For me, the true interest in architecture came from chance. My dad’s job involved him being heavy into technology and burgeoning technology, so I had the privilege from a young age of growing up in a household that had computers, which was a rarity for the late–eighties and early-nineties.
When I was 10 years old, my dad purchased a new computer, and it came with all these extra programs on a CD-ROM. One of them was a very basic design program where the user can layout walls, rooms, and add furniture, which sparked my initial interest in design. Later, when I was in high school, my father connected me with a local architect for a one-day job shadow program. But it wasn’t just any architect, it was a woman, which — unbeknownst to me — was uncommon for that time in rural Virginia. Looking back, that experience had a pretty big impact on me, allowing me to see myself in this field.
The work that I do in the Richmond office at Quinn Evans is mostly education-based projects focused around lifelong learning — K-12 schools, museums, higher education, and libraries. The coolest part about it is that a lot of the work that I’ve done is here in Richmond, where I live. I can drive around and see it, but also visually see and feel the impact our designs have on the communities that they serve.
Perhaps the most emotional moment that I had, as an architect, was working on the Fairfield Area Library in Henrico County. It was one of the first projects in which I was the project architect from start to finish — where I was truly able to shape and influence the building itself throughout that process. On opening day, the county hosted a ribbon-cutting ceremony. A massive crowd of community residents gathered around, which I feel doesn’t always happen on new projects, and as soon as that ribbon was cut, they immediately wanted to get through the doors and start using the library. It was really moving for me to watch how happy they all were and how excited they were to begin using the irreplaceable resources that the library provides. Moments like this makes a career in architecture all worth it.

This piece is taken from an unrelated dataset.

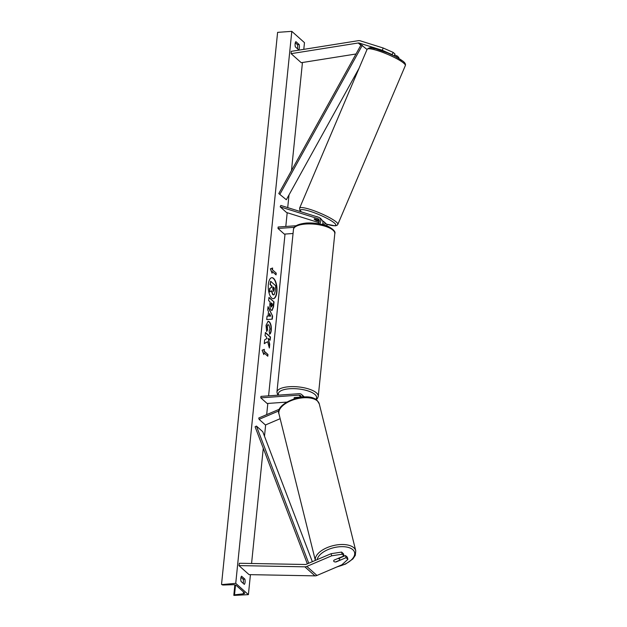 <?xml version="1.0" encoding="UTF-8"?>
<svg xmlns="http://www.w3.org/2000/svg" width="627" height="627" viewBox="0 0 627 627"><rect width="100%" height="100%" fill="white"/><g stroke="black" fill="none" stroke-linecap="round" stroke-linejoin="round"><path stroke-width="0.94" d="M383.238 48.02L393.137 52.394L392.141 54.635L382.243 50.262L383.238 48.02L360.212 40.81A5 4.193 -48.3 0 0 358.683 40.645A5 4.193 -48.3 0 0 358.291 40.684L291.155 51.367L291.116 53.663L301.25 62.7L355.995 53.993M382.243 50.262L359.216 43.051A2.5 2.1 -48.3 0 0 358.448 42.965A2.5 2.1 -48.3 0 0 358.252 42.989L291.116 53.663M393.137 52.394L394.994 54.047L394.164 55.921M392.141 54.635L392.878 55.294M398.545 58.264L398.882 57.512L397.024 55.858L394.54 55.082M396.46 57.104L397.024 55.858M336.033 561.768L336.08 561.949A3.127 1.481 -14.6 0 1 333.956 561.518A3.127 1.481 -14.6 0 1 333.705 561.118A3.127 1.481 -14.6 0 1 334.05 560.138L344.019 555.883L342.162 554.221L341.605 552.089L343.463 553.751L344.019 555.883M341.605 552.089L331.103 553.688L331.659 555.812L306.822 566.424A5 4.193 131.7 0 1 305.239 566.816A5 4.193 131.7 0 1 304.847 566.824L238.926 565.593L249.052 574.63L314.973 575.86A5 4.193 131.7 0 0 315.365 575.852A5 4.193 131.7 0 0 316.948 575.461L341.793 564.849L347.907 559.347L346.049 557.685L336.08 561.949M331.103 553.688L306.266 564.292A2.5 2.1 131.7 0 1 305.474 564.488A2.5 2.1 131.7 0 1 305.278 564.496L239.357 563.265L238.926 565.593M347.907 559.347L347.35 557.215L345.493 555.553L339.403 558.155M345.493 555.553L346.049 557.685M331.659 555.812L342.162 554.221M301.391 397.212A3.127 2.626 131.7 0 0 300.639 395.715A3.127 2.626 131.7 0 0 298.852 395.143L260.793 397.847L260.942 396.389L299.001 393.693A4.687 3.934 131.7 0 1 301.673 394.555A4.687 3.934 131.7 0 1 302.833 397.079M301.673 394.555L303.829 396.476A4.687 3.934 131.7 0 1 304.307 397.001M298.342 397.252L294.275 397.667A3.127 1.105 -174.2 0 0 294.087 397.996A3.127 1.105 -174.2 0 0 294.518 398.639A3.127 1.105 5.8 0 1 294.087 397.996A3.127 1.105 5.8 0 1 294.471 397.526L301.007 397.063A3.127 2.626 131.7 0 1 301.368 397.063M279.571 409.117L258.747 418.013L259.092 419.345L265.425 424.988L280.159 418.695M278.976 410.85L259.092 419.345M260.793 397.847L267.126 403.49L286.578 402.111M319.3 220.343L314.488 218.831A3.127 0.603 -156 0 0 314.315 218.854L314.292 218.925A3.127 0.517 -157 0 0 314.166 218.995A3.127 0.517 -157 0 0 314.472 219.419A3.127 0.603 -156 0 0 316.51 220.641L319.292 221.511M322.513 224.521A4.687 3.934 -48.3 0 0 321.769 219.834L319.621 217.914A4.687 3.934 -48.3 0 0 318.375 217.208L280.818 205.452L280.198 206.847L286.523 212.498L318.853 222.624M319.566 223.878A4.687 3.934 -48.3 0 0 319.621 217.914M317.983 223.604A3.127 2.626 -48.3 0 0 318.579 219.082A3.127 2.626 -48.3 0 0 317.748 218.611L280.198 206.847M327.106 225.979A4.687 3.934 -48.3 0 0 325.954 223.557L323.798 221.637A4.687 3.934 131.7 0 1 324.888 225.195M296.038 225.744L278.145 227.013L278.004 228.471L284.329 234.114L293.052 233.495M323.477 224.066L322.756 223.847M322.921 222.969A3.127 2.626 131.7 0 1 323.532 224.795M278.004 228.471L294.322 227.311M322.591 220.955A4.687 3.934 131.7 0 1 323.798 221.637M299.001 397.565A3.127 1.105 -174.2 0 0 298.334 397.377M320.922 219.074L321 218.894A3.127 0.517 -157 0 0 320.695 218.47A3.127 0.517 -157 0 0 319.198 217.593M318.328 217.193A3.127 0.517 -157 0 0 315.679 216.37M318.014 219.936L317.96 220.069A3.127 0.517 -157 0 1 319.355 220.845M314.472 219.419A3.127 0.517 -157 0 0 316.118 220.367L319.323 221.37M314.292 218.925L317.96 220.069M276.899 291.994A10.534 4.334 85.9 0 0 271.883 277.675A10.534 4.334 85.9 0 0 268.356 284.376A10.534 4.334 85.9 0 0 273.372 298.695A10.534 4.334 85.9 0 0 276.899 291.994M273.231 298.695A10.534 4.334 85.9 0 0 276.609 292.01A10.534 4.334 85.9 0 0 271.734 277.69M241.042 581.425A3.903 1.607 -94.1 0 1 240.823 578.376A3.903 1.607 -94.1 0 1 241.575 576.197L244.867 579.136A3.903 1.607 -94.1 0 1 244.334 584.364L241.042 581.425M295.121 43.812A3.903 1.607 85.9 0 0 295.341 46.86L298.632 49.792A3.903 1.607 85.9 0 0 299.165 44.564L295.873 41.633A3.903 1.607 85.9 0 0 295.121 43.812M268.928 325.029C268.082 324.402 267.541 324.919 267.29 326.596L267.643 329.763L266.64 331.518L266.02 325.35L268.144 321.236L269.265 321.706C270.848 323.43 271.522 326.259 271.272 330.186C270.997 332.467 270.48 333.791 269.72 334.175L269.148 331.017L270.002 329.01L268.944 325.045L268.152 324.786M271.256 310.146L271.248 310.138C270.065 308.837 269.626 306.634 269.931 303.507L270.088 301.916L268.646 300.623L268.967 297.402L274.038 301.924L273.529 306.901L272.016 310.475L271.256 310.146M267.619 341.676L269.351 348.016L269.743 344.199L268.09 338.368L270.151 340.202L270.472 336.981L265.409 332.459L265.08 335.68L266.389 336.848L266.843 338.541L264.665 339.787L264.273 343.651L267.619 341.676L264.288 343.494M235.736 583.345L248.402 594.639L233.934 595.415A1.403 0.502 5.8 0 1 233.816 595.18A1.403 0.502 5.8 0 1 234.529 594.827L243.292 593.84A2.657 0.94 -174.2 0 0 244.648 593.173A2.657 0.94 -174.2 0 0 244.42 592.727L236.316 585.5A2.657 0.94 -174.2 0 0 233.048 584.701L223.533 585.015A1.403 0.502 5.8 0 1 221.801 584.591L235.736 583.345L291.806 31.35L304.471 42.644L303.789 49.353M248.402 594.639L250.432 574.653M251.568 563.493L263.269 448.242M264.492 436.235L265.644 424.894M266.687 414.619L267.823 403.443M268.591 395.849L285.026 234.067M285.794 226.472L287.197 212.71M287.715 207.608L289 194.911M291.469 170.622L302.449 62.512M272.424 269.759L272.604 268.011L270.362 268.865L272.071 273.247L272.251 271.499L276.045 274.885L276.225 273.145L272.424 269.759L276.225 273.145M263.81 354.592L262.102 350.219L264.343 349.364L264.163 351.104L267.964 354.49L267.784 356.238L263.983 352.844L263.81 354.592M268.058 316.079L268.513 311.572L267.698 309.957L268.035 306.634L272.604 316.071L272.29 319.151L266.718 319.551L267.071 316.118L268.058 316.079L267.071 316.126M297.496 48.773A3.903 1.607 85.9 0 0 297.464 44.689L295.309 42.769M241.011 577.334L243.166 579.254A3.903 1.607 -94.1 0 1 243.19 583.345M221.535 584.356L277.604 32.361L291.806 31.35M297.464 44.689L299.165 44.564M243.166 579.254L244.867 579.136M274.234 294.627L272.933 294.588L271.616 290.803L269.563 292.002L269.947 288.279L271.718 287.307L271.867 285.888L270.323 284.517L270.652 281.288L275.731 285.818L275.167 291.328L274.234 294.627L273.552 294.933M273.952 294.643L272.651 294.612L271.334 290.826M269.947 288.279L271.436 287.323L271.577 285.912L270.041 284.54L270.652 281.288M269.657 288.295L269.563 292.002M275.943 273.168L275.786 274.657M271.844 272.667L272.251 271.499M272.142 269.775L272.306 268.129M264.045 349.474L264.163 351.104M263.881 351.128L267.964 354.49M267.525 356.003L267.674 354.514M263.583 354.02L263.983 352.844M269.892 339.967L270.19 336.997L265.386 332.71M269.148 347.264L269.453 344.223L268.09 338.368M271.193 302.896L270.754 304.448L271.225 306.877L272.377 305.6L272.526 304.095L271.193 302.896L271.663 306.964M268.944 297.653L274.038 301.924M273.748 301.94L273.247 306.924L271.875 310.475M268.003 321.251L268.983 321.729C270.566 323.454 271.24 326.275 270.989 330.202C270.715 332.482 270.198 333.815 269.438 334.191M268.646 325.052C267.8 324.418 267.259 324.943 267.008 326.612L267.643 329.763M267.353 329.786L266.546 331.213M269.5 313.531L269.234 316.126L270.793 316.11L269.5 313.531L269.234 316.126M268.952 316.141L270.793 316.11M267.98 307.136L272.604 316.071M272.322 316.086L272.008 319.174M273.192 291.281L273.968 290.074L274.187 287.958L272.964 286.876L272.753 289L273.45 291.398M272.91 291.304L273.685 290.089L273.897 287.981L272.941 287.127M335.625 561.941L339.583 560.248A3.127 1.567 166.1 0 0 339.732 559.488A3.127 1.567 166.1 0 0 339.473 559.057A3.127 1.567 166.1 0 0 337.781 558.547M278.788 193.555L286.335 199.739L278.788 193.555L361.113 44.744L367.038 49.486M358.997 68.39L286.335 199.739M362.328 45.285L280.003 194.096M307.348 563.838L255.095 426.791L256.435 426.07L262.768 431.721L312.332 561.706M308.735 563.242L256.435 426.07M359.216 43.051L361.113 44.744M358.252 42.989L360.815 45.277M306.822 566.424L316.948 575.461M304.847 566.824L314.973 575.86M298.852 395.143L301.007 397.063M317.748 218.611L319.143 219.85M322.889 223.196L323.32 223.58M293.467 229.451C293.601 226.19 297.856 224.051 306.235 223.047C314.503 222.624 321.925 223.8 328.501 226.574C333.642 229.498 335.735 231.857 334.794 233.652A20.769 7.375 -174.2 0 0 305.71 224.035A20.769 7.375 -174.2 0 0 293.467 229.451L276.938 392.141A20.769 7.375 5.8 0 1 289.18 386.734A20.769 7.375 5.8 0 1 318.265 396.342L317.497 398.364L316.18 399.705M315.687 399.383A19.21 6.819 -174.2 0 0 310.2 391.718A19.21 6.819 -174.2 0 0 289.666 388.748A19.21 6.819 -174.2 0 0 278.592 395.143M369.091 48.749A19.21 3.159 23 0 1 382.674 51.006A19.21 3.159 23 0 1 402.612 60.984M403.294 62.802A20.769 3.417 -157 0 0 382.399 52.26A20.769 3.417 -157 0 0 367.101 49.329C370.965 46.147 371.505 48.522 375.385 48.679L388.042 53.107L395.198 56.446L402.973 61.18C405.066 62.794 405.849 64.267 405.332 65.584A20.769 3.417 -157 0 0 403.294 62.802M326.448 224.113A19.21 3.159 -157 0 0 333.917 222.616A19.21 3.159 -157 0 0 311.204 211.667A19.21 3.159 -157 0 0 301.368 211.887M367.101 49.329L299.612 208.125A20.769 3.417 23 0 1 314.911 211.056A20.769 3.417 23 0 1 335.806 221.597A20.769 3.417 23 0 1 337.843 224.372L405.332 65.584M243.292 593.84L243.495 591.904M234.529 594.827L235.517 585.069M317.215 559.621A19.21 9.648 -13.9 0 1 332.702 547.967A19.21 9.648 -13.9 0 1 352.954 549.824A19.21 9.648 -13.9 0 1 337.718 566.589M336.675 567.035L345.548 564.081L352.891 558.939L355.305 555.35L355.76 550.78A20.769 10.432 166.1 0 0 354.012 547.92A20.769 10.432 166.1 0 0 330.351 546.438A20.769 10.432 166.1 0 0 315.357 560.413L278.991 413.992A20.769 10.432 -13.9 0 1 293.538 399.76A20.769 10.432 -13.9 0 1 317.568 401.123A20.769 10.432 -13.9 0 1 319.308 403.984L317.254 400.582C307.41 390.229 274.124 403.678 278.991 413.992M334.794 233.652L318.265 396.342M277.8 395.198L276.938 392.141M299.612 208.125L299.863 210.351L301.109 211.808M326.471 224.152L335.257 225.853L337.036 225.336L337.843 224.372M233.816 595.18L234.859 584.873M355.76 550.78L319.308 403.984M339.732 559.488L339.332 557.881"/></g></svg>

I’ve been working in education-based markets for the last nine years and I love it. It gives me that sense of giving back—that good energy you get from volunteering, but you’re doing it as your day job, which is awesome. Beyond my work at Quinn Evans, I also deeply believe in growing the next generation of designers and design leaders. I do so through a magnitude of volunteer work which includes serving as a steering committee member for AIA Richmond’s Richmond Women in Design (RWiD), as a board member with the ACE Mentor Program of RVA, as a board member with the Virginia Chapter of the National Organization of Minority Architects (VANOMA), and as a mentor with USGBC Virginia’s Connect the Dots Green School Challenge. All these amazing organizations offer me the ability to connect with young professionals and students across the Commonwealth, and to help provide them with that spark that my father once provided me.